* _ACTIVITY_:
Within the records below, filter for lines carrying the word "frames" and copy them.

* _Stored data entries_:
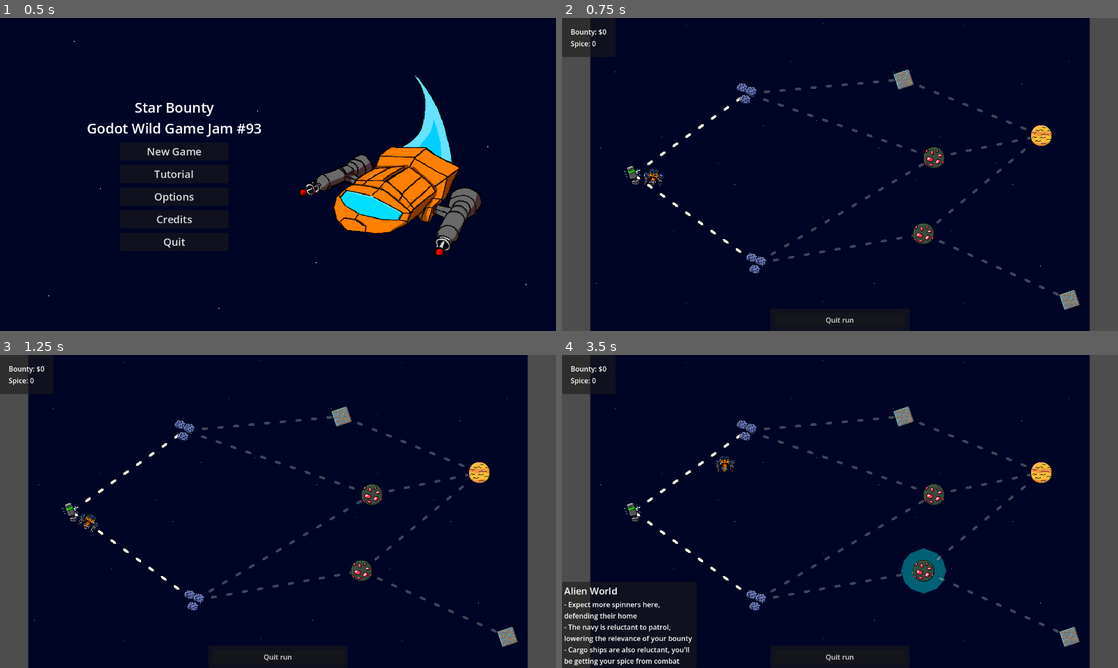
Above: before the commit, frames 1-4 (two rows, left to right).
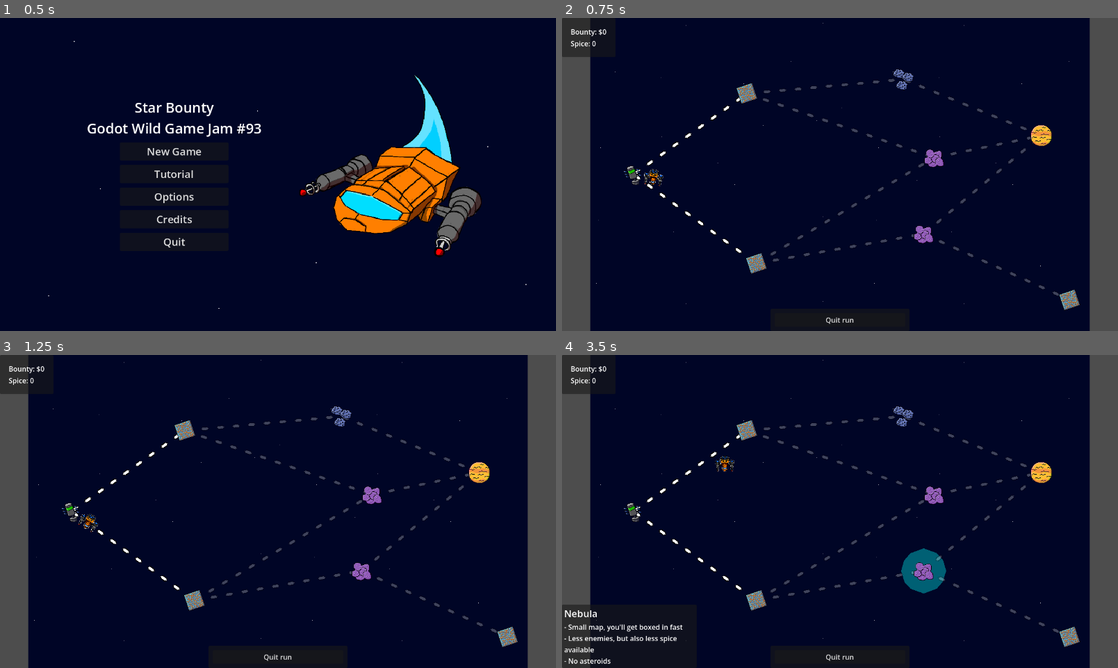
Above: after the commit, the same moments.

Repository: Sadathy/Wild-Jam-93
Game: Godot game, scene res://Scenes/main.tscn
Two runs of this game, one before a commit and one after it. Both use one fixed random seed, a clock stepped at 60 frames per second and the inputs below.
Inputs (mouse positions are in pixels of both pictures, inside the frame that each line leads up to):
- Up to frame 1 (0.5 s): no input
- Up to frame 2 (0.75 s): click "New Game" at 0.5 s
- Up to frame 3 (1.25 s): no input
- Up to frame 4 (3.5 s): tap Enter at 1.25 s; drag from (756, 599) to (634, 511) at 1.27 s; drag from (745, 430) to (634, 511) at 2.02 s; tap Space (next_turn) at 2.75 s; move the mouse to (923, 570) at 2.77 s; click (923, 570) at 2.85 s

Frame 1 is identical in both runs. In frame 2, 0.9% of the frame differs, in the area x 31-69%, y 16-82%; in frame 3, 0.9%; in frame 4, 2.6%, in the area x 0-69%, y 16-100%.

Commit message:
balance
various balance changes, kind of stabbing in the dark tbh

Diff:
--- a/wild-jam-93-project/Scenes/Levels/LEVEL TYPES/configurable_level_script.gd
+++ b/wild-jam-93-project/Scenes/Levels/LEVEL TYPES/configurable_level_script.gd
@@ -136,25 +136,25 @@
 		# now go through and spawn asteroids, proportionate to the threat level
 		var asteroid_count = get_tree().get_nodes_in_group("asteroids").size()
 		if asteroid_count < 3 * asteroid_threat:
-			# 30% chance to spawn an asteroid, rolled once per asteroid threat level
+			# 40% chance to spawn an asteroid, rolled once per asteroid threat level
 			for i in asteroid_threat:
-				if randi_range(1, 10) <= 3:
+				if randi_range(1, 10) <= 4:
 					spawn_asteroid()
 
 		# now go through and spawn cargo ships, proportionate to the cargo level
 		var cargo_count = get_tree().get_nodes_in_group("cargo").size()
 		if cargo_count < cargo_level:
-			#20% chance to spawn a cargo, rolled once per cargo level
+			#1% chance to spawn a cargo, rolled once per cargo level
 			for i in cargo_level:
-				if randi_range(1, 10) <= 2:
+				if randi_range(1, 10) <= 1:
 					spawn_cargo()
 
 		# now go through and trigger some random spice blows, proportionate to the spice blow level 10% chance per spice level
 		if randi_range(1, 10) <= spice_level:
-			# three 40% chance rolls at various spice blows
+			# three 20% chance rolls at various spice blows
 			for i in 3:
-				if randi_range(1, 10) <= 4:
-					Global.spice_blow(2 + i, get_random_location())
+				if randi_range(1, 10) <= 2:
+					Global.spice_blow(1 + i, get_random_location())
 
 func get_random_location() -> Vector2:
 	var new_location = Vector2.ZERO
--- a/wild-jam-93-project/Scenes/Levels/LEVEL TYPES/level_alien.tscn
+++ b/wild-jam-93-project/Scenes/Levels/LEVEL TYPES/level_alien.tscn
@@ -18,12 +18,10 @@
 
 [node name="AlienLevel" type="Node2D" unique_id=1380992670]
 script = ExtResource("1_6clhx")
-max_x = 6000
-max_y = 2200
-min_y = -2200
-navy_threat = 1
-alien_threat = 7
-cyber_threat = -3
+max_x = 2500
+navy_threat = 2
+alien_threat = 10
+cyber_threat = -5
 asteroid_threat = 4
 cargo_level = 1
 max_enemies = 9
--- a/wild-jam-93-project/Scenes/Levels/LEVEL TYPES/level_asteroid.tscn
+++ b/wild-jam-93-project/Scenes/Levels/LEVEL TYPES/level_asteroid.tscn
@@ -18,12 +18,12 @@
 
 [node name="AsteroidLevel" type="Node2D" unique_id=1380992670]
 script = ExtResource("1_dffij")
-max_x = 6250
-max_y = 3000
-min_y = -3000
-navy_threat = 2
-alien_threat = 2
-cyber_threat = 2
+max_x = 3000
+max_y = 1500
+min_y = -1500
+navy_threat = 3
+alien_threat = 4
+cyber_threat = 5
 asteroid_threat = 10
 cargo_level = 4
 max_enemies = 8
--- a/wild-jam-93-project/Scenes/Levels/LEVEL TYPES/level_cyber.tscn
+++ b/wild-jam-93-project/Scenes/Levels/LEVEL TYPES/level_cyber.tscn
@@ -18,12 +18,10 @@
 
 [node name="CyberLevel" type="Node2D" unique_id=1380992670]
 script = ExtResource("1_hvw8w")
-max_x = 6000
-max_y = 2200
-min_y = -2200
-navy_threat = 2
-alien_threat = -3
-cyber_threat = 8
+max_x = 2500
+navy_threat = 3
+alien_threat = -5
+cyber_threat = 10
 asteroid_threat = 2
 cargo_level = 8
 music = 2
--- a/wild-jam-93-project/Scenes/Levels/LEVEL TYPES/level_desert.tscn
+++ b/wild-jam-93-project/Scenes/Levels/LEVEL TYPES/level_desert.tscn
@@ -18,13 +18,12 @@
 
 [node name="DesertLevel" type="Node2D" unique_id=1380992670]
 script = ExtResource("1_vm5qh")
-max_y = 2000
-min_y = -2000
-navy_threat = 7
-alien_threat = -1
-cyber_threat = -1
-asteroid_threat = 1
-cargo_level = 4
+max_x = 2500
+navy_threat = 9
+alien_threat = -2
+cyber_threat = -2
+asteroid_threat = 2
+cargo_level = 5
 spice_level = 8
 max_enemies = 7
 
--- a/wild-jam-93-project/Scenes/Levels/LEVEL TYPES/level_nebula.tscn
+++ b/wild-jam-93-project/Scenes/Levels/LEVEL TYPES/level_nebula.tscn
@@ -18,13 +18,15 @@
 
 [node name="NebulaLevel" type="Node2D" unique_id=1380992670]
 script = ExtResource("1_dtqxu")
-max_x = 2500
-max_y = 800
-min_y = -800
+max_x = 1800
+max_y = 500
+min_y = -500
 navy_threat = 3
+alien_threat = 5
+cyber_threat = 1
 cargo_level = 1
 spice_level = 1
-max_enemies = 4
+max_enemies = 3
 
 [node name="Background" type="Polygon2D" parent="." unique_id=1412134420]
 unique_name_in_owner = true
--- a/wild-jam-93-project/Scripts/Global.gd
+++ b/wild-jam-93-project/Scripts/Global.gd
@@ -134,25 +134,29 @@
 
 func get_threat_threshold() -> int:
 	# Reads bounty, modifies it based on difficulty and sends back a threath threshold
-	var calculated_bounty = bounty * (0.6 + (difficulty * 0.5))
-	if calculated_bounty > 8000: return -10
-	if calculated_bounty > 7600: return -9
-	if calculated_bounty > 7200: return -8
-	if calculated_bounty > 6800: return -7
-	if calculated_bounty > 6400: return -6
-	if calculated_bounty > 6000: return -5
-	if calculated_bounty > 5600: return -4
-	if calculated_bounty > 5200: return -3
-	if calculated_bounty > 4800: return -2
-	if calculated_bounty > 4400: return -1
-	if calculated_bounty > 4000: return 0
-	if calculated_bounty > 3600: return 1
-	if calculated_bounty > 3200: return 2
-	if calculated_bounty > 2800: return 3
-	if calculated_bounty > 2400: return 4
-	if calculated_bounty > 2000: return 5
-	if calculated_bounty > 1600: return 6
-	if calculated_bounty > 1200: return 7
-	if calculated_bounty > 800: return 8
-	if calculated_bounty > 400: return 9
+	var calculated_bounty = bounty * (0.5 + (difficulty * 0.5))
+	if calculated_bounty > 6300: return -14
+	if calculated_bounty > 5850: return -13
+	if calculated_bounty > 5400: return -12
+	if calculated_bounty > 4950: return -11
+	if calculated_bounty > 4500: return -10
+	if calculated_bounty > 4125: return -9
+	if calculated_bounty > 3750: return -8
+	if calculated_bounty > 3375: return -7
+	if calculated_bounty > 3000: return -6
+	if calculated_bounty > 2700: return -5
+	if calculated_bounty > 2400: return -4
+	if calculated_bounty > 2100: return -3
+	if calculated_bounty > 1800: return -2
+	if calculated_bounty > 1575: return -1
+	if calculated_bounty > 1350: return 0
+	if calculated_bounty > 1125: return 1
+	if calculated_bounty > 900: return 2
+	if calculated_bounty > 750: return 3
+	if calculated_bounty > 600: return 4
+	if calculated_bounty > 450: return 5
+	if calculated_bounty > 300: return 6
+	if calculated_bounty > 225: return 7
+	if calculated_bounty > 150: return 8
+	if calculated_bounty > 75: return 9
 	return 10
--- a/wild-jam-93-project/Scripts/Interactables/enemy_ship.gd
+++ b/wild-jam-93-project/Scripts/Interactables/enemy_ship.gd
@@ -1,7 +1,7 @@
 extends CharacterBody2D
 
 @export var HEALTH: float = 50
-@export var THREAT_RANGE = 600
+@export var THREAT_RANGE = 400
 
 @onready var sprite: Sprite2D = %Sprite
 @onready var sprite_art: Sprite2D = %Sprite
--- a/wild-jam-93-project/Scripts/Interactables/freighter_turret.gd
+++ b/wild-jam-93-project/Scripts/Interactables/freighter_turret.gd
@@ -1,7 +1,7 @@
 extends CharacterBody2D
 
 @export var HEALTH: float = 50
-@export var THREAT_RANGE = 800
+@export var THREAT_RANGE = 1000
 
 @onready var sprite: Sprite2D = %Sprite
 @onready var order_machine: Node = %OrderMachine
@@ -17,7 +17,7 @@
 
 func plot_orders() -> void:
 	# Check if we're in threat range
-	if position.distance_to(player_ship.position) <= THREAT_RANGE:
+	if global_position.distance_to(player_ship.global_position) <= THREAT_RANGE:
 		# Take a shot on a random point in the turn
 		var shot_point = randi_range(0, 2)
 		for i in 3:
--- a/wild-jam-93-project/Scripts/UI/level_select.gd
+++ b/wild-jam-93-project/Scripts/UI/level_select.gd
@@ -262,9 +262,9 @@
 	# In band one, the stages can be nebulas, asteroid fields or desert worlds
 	var stage_roll = randi_range(1, 3)
 	if stage_roll == 1:
-		stages[new_index] = create_stage(new_index, "nebula", stage_vector)
+		stages[new_index] = create_stage(new_index, "alien", stage_vector)
 	if stage_roll == 2:
-		stages[new_index] = create_stage(new_index, "asteroid", stage_vector)
+		stages[new_index] = create_stage(new_index, "cyber", stage_vector)
 	if stage_roll == 3:
 		stages[new_index] = create_stage(new_index, "desert", stage_vector)
 
@@ -281,9 +281,9 @@
 	if stage_roll == 1:
 		stages[new_index] = create_stage(new_index, "desert", stage_vector)
 	if stage_roll == 2:
-		stages[new_index] = create_stage(new_index, "alien", stage_vector)
+		stages[new_index] = create_stage(new_index, "nebula", stage_vector)
 	if stage_roll == 3:
-		stages[new_index] = create_stage(new_index, "cyber", stage_vector)
+		stages[new_index] = create_stage(new_index, "asteroid", stage_vector)
 
 func make_band_three_stage(new_index: int) -> void:
 	# Roll for y position

* _ANSWER TO THE PROBLEM_:
Above: before the commit, frames 1-4 (two rows, left to right).
Two runs of this game, one before a commit and one after it. Both use one fixed random seed, a clock stepped at 60 frames per second and the inputs below.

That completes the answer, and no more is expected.